Didn't realize how dry it was....I have to remember to mow earlier next year & mow at least twice. 🤦🏽‍♀️ At least there's green hidden underneath.


----------



## secuono (Nov 25, 2022)

Disbanded the breeding groups today. 2-3wks and cleanup ram will go in.
Didn't get a pic of the last group, as Oreo was a pain to catch. 




The 4sale sheep, Scuttlebutt, Oreo & Tatiana.


----------



## secuono (Dec 23, 2022)

Have a buyer lined up for Scuttlebutt & Hirola. Getting their paperwork and forms in order & then buyer should arrive some time next week. 
Just need to go catch them on the big field in this awful weather.......😶


----------



## secuono (Dec 30, 2022)

Hirola won't be on my lamb watch, as she & Scuttlebutt have sold.



There's nothing out here, but they keep scavenging...
Have hay out by the barn, but I guess they're finding enough green to make hay icky still. 😅
Sheep logic is just absurdity.


----------



## Mini Horses (Dec 30, 2022)

secuono said:


> There's nothing out here, but they keep scavenging...
> Have hay out by the barn, but


And here we spend time and $$ for good hay


----------



## secuono (Jan 3, 2023)

Some of the ewes have decided hay is a good idea today.


"Stole" the horse area for the sheep. Don't want them living in the barn, as all they do is fill it with poop, pee & refuse to go out. And they'll ruin the ground, making it gross once lambs start to arrive.
Eventually, I'll have covered, movable hay feeders out there, but this'll do for now.

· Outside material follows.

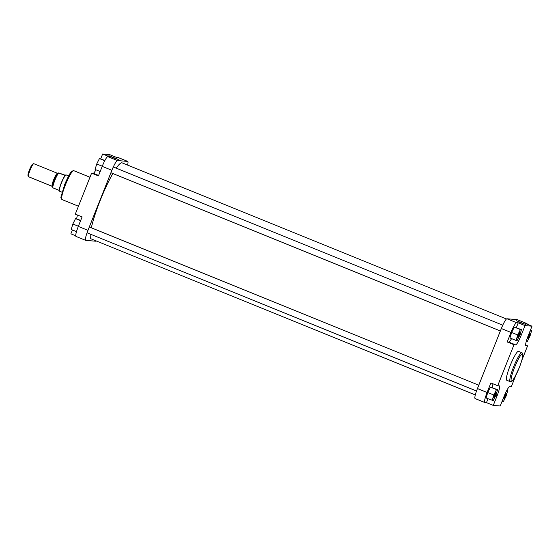 <?xml version="1.0" encoding="UTF-8"?>
<svg xmlns="http://www.w3.org/2000/svg" width="560" height="560" viewBox="0 0 560 560"><rect width="100%" height="100%" fill="white"/><g stroke="black" fill="none" stroke-linecap="round" stroke-linejoin="round"><path stroke-width="0.84" d="M118.286 159.481L108.878 155.708L118.286 159.481M76.062 236.446A10.654 1.61 -67.9 0 1 75.985 236.425A10.654 1.61 -67.9 0 1 78.316 226.415L82.103 216.895L75.299 214.13L91.616 173.138L98.42 175.903L102.207 166.376A10.654 1.61 -67.9 0 1 107.821 156.632L109.438 156.772L102.634 154.007L100.751 158.753M102.634 154.007L109.606 154.588L116.403 157.353L118.02 157.486A10.654 1.61 -67.9 0 1 118.097 157.507A10.654 1.61 -67.9 0 1 118.16 157.549M95.956 169.792A10.654 1.61 -67.9 0 1 93.233 173.271L91.616 173.138M72.408 229.971L70.875 233.814L75.719 235.788M77.259 214.928A10.654 1.61 -67.9 0 1 76.594 218.687M127.568 165.067A10.654 1.61 112.1 0 0 127.764 161.434A10.654 1.61 112.1 0 0 127.687 161.413L117.488 160.559A10.654 1.61 112.1 0 0 111.874 170.303L87.976 230.342A10.654 1.61 112.1 0 0 85.652 240.352A10.654 1.61 112.1 0 0 85.722 240.373L95.928 241.227A10.654 1.61 112.1 0 0 96.404 241.003M115.899 158.711L111.174 156.835M76.496 231.63L71.211 229.481L72.842 224L75.537 218.603L80.724 220.36M72.842 224L78.379 226.247M75.537 218.603L80.605 220.661M100.17 171.5L95.102 169.442L96.733 163.961L99.435 158.564L104.916 160.447M96.733 163.961L102.277 166.208M99.435 158.564L104.769 160.727M494.389 395.059A3.08 0.469 -67.9 0 1 495.95 392.252A3.08 0.469 -67.9 0 1 495.362 395.136A3.08 0.469 -67.9 0 1 493.661 397.887A3.08 0.469 -67.9 0 1 494.389 395.059M493.668 397.369A2.688 0.406 112.1 0 0 494.942 394.989A2.688 0.406 112.1 0 0 495.593 392.63M528.486 335.874A3.08 0.469 -67.9 0 1 530.047 333.067A3.08 0.469 -67.9 0 1 529.452 335.951A3.08 0.469 -67.9 0 1 527.758 338.702A3.08 0.469 -67.9 0 1 528.486 335.874M527.765 338.184A2.688 0.406 112.1 0 0 529.032 335.804A2.688 0.406 112.1 0 0 529.69 333.452M518.28 335.02A3.08 0.469 -67.9 0 1 519.848 332.213A3.08 0.469 -67.9 0 1 519.253 335.097A3.08 0.469 -67.9 0 1 517.552 337.848A3.08 0.469 -67.9 0 1 518.28 335.02M517.566 337.323A2.688 0.406 112.1 0 0 518.833 334.95A2.688 0.406 112.1 0 0 519.484 332.591M504.588 395.913A3.08 0.469 -67.9 0 1 506.156 393.106A3.08 0.469 -67.9 0 1 505.561 395.99A3.08 0.469 -67.9 0 1 503.867 398.741A3.08 0.469 -67.9 0 1 504.588 395.913M503.874 398.223A2.688 0.406 112.1 0 0 505.141 395.843A2.688 0.406 112.1 0 0 505.799 393.491M516.355 320.712L525.756 324.499L516.355 320.712M523.313 323.743L518.581 321.86M510.174 365.589A15.596 2.359 112.1 0 0 506.765 380.247L510.167 381.626A15.596 2.359 -67.9 0 1 513.576 366.968A15.596 2.359 -67.9 0 1 521.906 352.73L518.504 351.344A15.596 2.359 112.1 0 0 510.174 365.589M527.156 324.212A10.654 1.61 112.1 0 0 526.89 323.575A10.654 1.61 112.1 0 0 526.82 323.554L525.196 323.421L532 326.186L528.213 335.706A10.654 1.61 112.1 0 0 525.882 345.716A10.654 1.61 112.1 0 0 525.959 345.73L527.576 345.87L521.822 360.332M516.348 327.579L518.231 322.833L516.614 322.7A10.654 1.61 112.1 0 0 511 332.444L507.213 341.971L508.83 342.104A10.654 1.61 112.1 0 0 511.553 338.618M521.465 329.658L514.311 327.096L511.616 332.493L509.978 337.981L516.068 340.452L517.132 340.543L519.834 335.146L521.465 329.658L520.401 329.574L517.699 334.971L516.068 340.452M515.956 375.074L511.259 386.862L509.642 386.729A10.654 1.61 112.1 0 0 504.028 396.473L500.241 405.993L493.276 405.412L497.063 395.885A10.654 1.61 112.1 0 0 499.394 385.875A10.654 1.61 112.1 0 0 499.317 385.861L497.7 385.721L490.896 382.963L487.109 392.483A10.654 1.61 112.1 0 0 484.778 402.493A10.654 1.61 112.1 0 0 484.855 402.514L486.472 402.647L488.005 398.797M492.191 387.513A10.654 1.61 112.1 0 0 492.856 383.754M497.574 389.697L490.42 387.142L487.718 392.539L486.087 398.02L493.241 400.582L495.943 395.185L497.574 389.697L496.503 389.613L493.808 395.01L492.177 400.491M532 326.186L525.035 325.598L521.241 335.125A10.654 1.61 112.1 0 1 515.634 344.869L514.01 344.729L497.7 385.721M511 332.444L501.333 328.517A10.654 1.61 -67.9 0 1 506.947 318.773L517.153 319.627A10.654 1.61 -67.9 0 1 517.23 319.648A10.654 1.61 -67.9 0 1 517.293 319.683M475.188 398.587A10.654 1.61 -67.9 0 1 475.111 398.566A10.654 1.61 -67.9 0 1 477.442 388.556L487.109 392.483M501.333 328.517L477.442 388.556M486.472 402.647L493.276 405.412M507.213 341.971L514.01 344.729M525.616 345.072L527.576 345.87M518.231 322.833L525.035 325.598M503.23 398.475L502.376 401.352L503.447 401.436L506.142 396.039L507.773 390.558L506.779 390.474M507.773 390.558L506.919 390.208M493.808 395.01L487.718 392.539M496.503 389.613L490.42 387.142M517.699 334.971L511.616 332.493M520.401 329.574L514.311 327.096M526.281 341.313L527.338 341.397L530.033 336L531.671 330.519L530.6 330.428L529.186 333.249M531.671 330.519L530.467 330.029M33.866 163.716A7.035 1.064 112.1 0 0 33.824 163.695A7.035 1.064 112.1 0 0 33.775 163.681A7.035 1.064 112.1 0 0 33.642 163.709A7.035 1.064 112.1 0 0 30.191 169.813A7.035 1.064 112.1 0 0 28.406 176.589A7.035 1.064 112.1 0 0 28.525 176.729A7.035 1.064 112.1 0 0 28.574 176.743M59.584 191.233A8.792 1.33 -67.9 0 1 59.521 191.219A8.792 1.33 -67.9 0 1 59.423 191.142A8.792 1.33 -67.9 0 1 61.6 182.567A8.792 1.33 -67.9 0 1 66.017 174.909A8.792 1.33 -67.9 0 1 66.08 174.909A8.792 1.33 -67.9 0 1 66.143 174.923A8.792 1.33 -67.9 0 1 66.199 174.951M57.4 173.278A7.035 1.064 -67.9 0 1 57.449 173.292A7.035 1.064 -67.9 0 1 57.624 173.887A6.545 0.987 112.1 0 0 57.575 173.873A6.545 0.987 112.1 0 0 54.187 179.725A6.545 0.987 112.1 0 0 52.696 186.018A7.035 1.064 -67.9 0 1 52.206 186.34A7.035 1.064 -67.9 0 1 52.157 186.326A7.035 1.064 -67.9 0 1 53.753 179.564A7.035 1.064 -67.9 0 1 57.4 173.278M59.185 190.4A8.694 1.316 -67.9 0 1 61.306 182.889A8.694 1.316 -67.9 0 1 65.1 175.525L58.66 172.907A8.694 1.316 -67.9 0 0 54.859 180.271A8.694 1.316 -67.9 0 0 52.738 187.782L59.185 190.4A8.694 1.316 -67.9 0 0 59.311 190.988L59.423 191.142M28.406 176.589L28 175.588A6.251 0.945 -67.9 0 1 29.582 169.561A6.251 0.945 -67.9 0 1 32.655 164.136L33.642 163.709M65.331 175.273L58.66 172.907M65.1 175.525A8.694 1.316 -67.9 0 1 65.828 174.937A8.694 1.316 -67.9 0 1 65.891 174.937M112.868 173.544A41.041 6.209 112.1 0 0 100.233 200.347A41.041 6.209 112.1 0 0 91.336 227.787M90.293 234.122A41.041 6.209 112.1 0 0 91.259 238.917L475.314 394.933M506.471 318.997L122.15 162.869A41.041 6.209 112.1 0 0 116.228 168.161M65.408 184.912A15.596 2.359 112.1 0 0 61.999 199.563C60.942 198.282 60.627 197.33 61.061 196.707L64.652 184.562C68.166 176.442 70.581 171.983 71.897 171.178L73.738 170.667A15.596 2.359 112.1 0 0 65.408 184.912M78.316 226.415L87.976 230.342M111.874 170.303L102.207 166.376M107.821 156.632L117.488 160.559M127.687 161.413L118.02 157.486M98.595 175.455L93.233 173.271M514.626 367.346A14.616 2.212 112.1 0 0 511.532 381.108A14.616 2.212 112.1 0 0 519.239 367.731A14.616 2.212 112.1 0 0 522.333 353.976A14.616 2.212 112.1 0 0 514.626 367.346M526.82 323.554L517.153 319.627M506.947 318.773L516.614 322.7M495.838 395.388L497.063 395.885M519.995 334.614L521.241 335.125M508.83 342.104L515.634 344.869M52.696 186.018L52.633 186.004A6.937 1.05 -67.9 0 1 52.241 186.249A6.937 1.05 -67.9 0 1 53.704 179.718A6.937 1.05 -67.9 0 1 57.365 173.369A6.937 1.05 -67.9 0 1 57.589 173.88M53.627 183.708A6.545 0.987 -67.9 0 1 56.686 176.19M78.442 206.241L61.999 199.563M89.978 177.261L73.738 170.667M118.097 157.507L127.764 161.434M75.985 236.425L85.652 240.352M510.167 381.626C513.394 381.297 512.61 379.89 514.416 377.874L519.253 367.731C521.542 361.69 522.739 357.651 522.837 355.607C523.033 354.116 522.718 353.157 521.906 352.73M517.23 319.648L526.89 323.575M475.111 398.566L484.778 402.493M68.628 175.931L66.143 174.923M57.449 173.292L33.824 163.695M52.157 186.326L28.525 176.729M62.013 192.227L59.521 191.219M476.518 391.013L87.052 232.799M478.786 385.189L89.32 226.975M500.367 330.96L110.901 172.746M502.768 325.185L113.302 166.971"/></g></svg>

Sent my shearing request out today.
Looks like I have 45 Babydolls & 3 oddball ewes.


----------



## secuono (Jan 3, 2023)

Added a 16ft panel and put up mesh for hay on it. 32 feet of feeder.


And some that are still trying to convince themselves that the grass will grow in as they search for it. Lol.
Almost 70F today. Still no snowfall this season.


----------



## Mini Horses (Jan 3, 2023)

secuono said:


> Almost 70F today. Still no snowfall this season.


Watch your mouth!!!   you'll jinx us.


----------



## secuono (Jan 5, 2023)




----------



## secuono (Tuesday at 7:46 PM)

Drug over the feeders, 5th one the horses destroyed. 😅 The two long ones fit 20 odd sheep, two short ones kinda don't. Ah well.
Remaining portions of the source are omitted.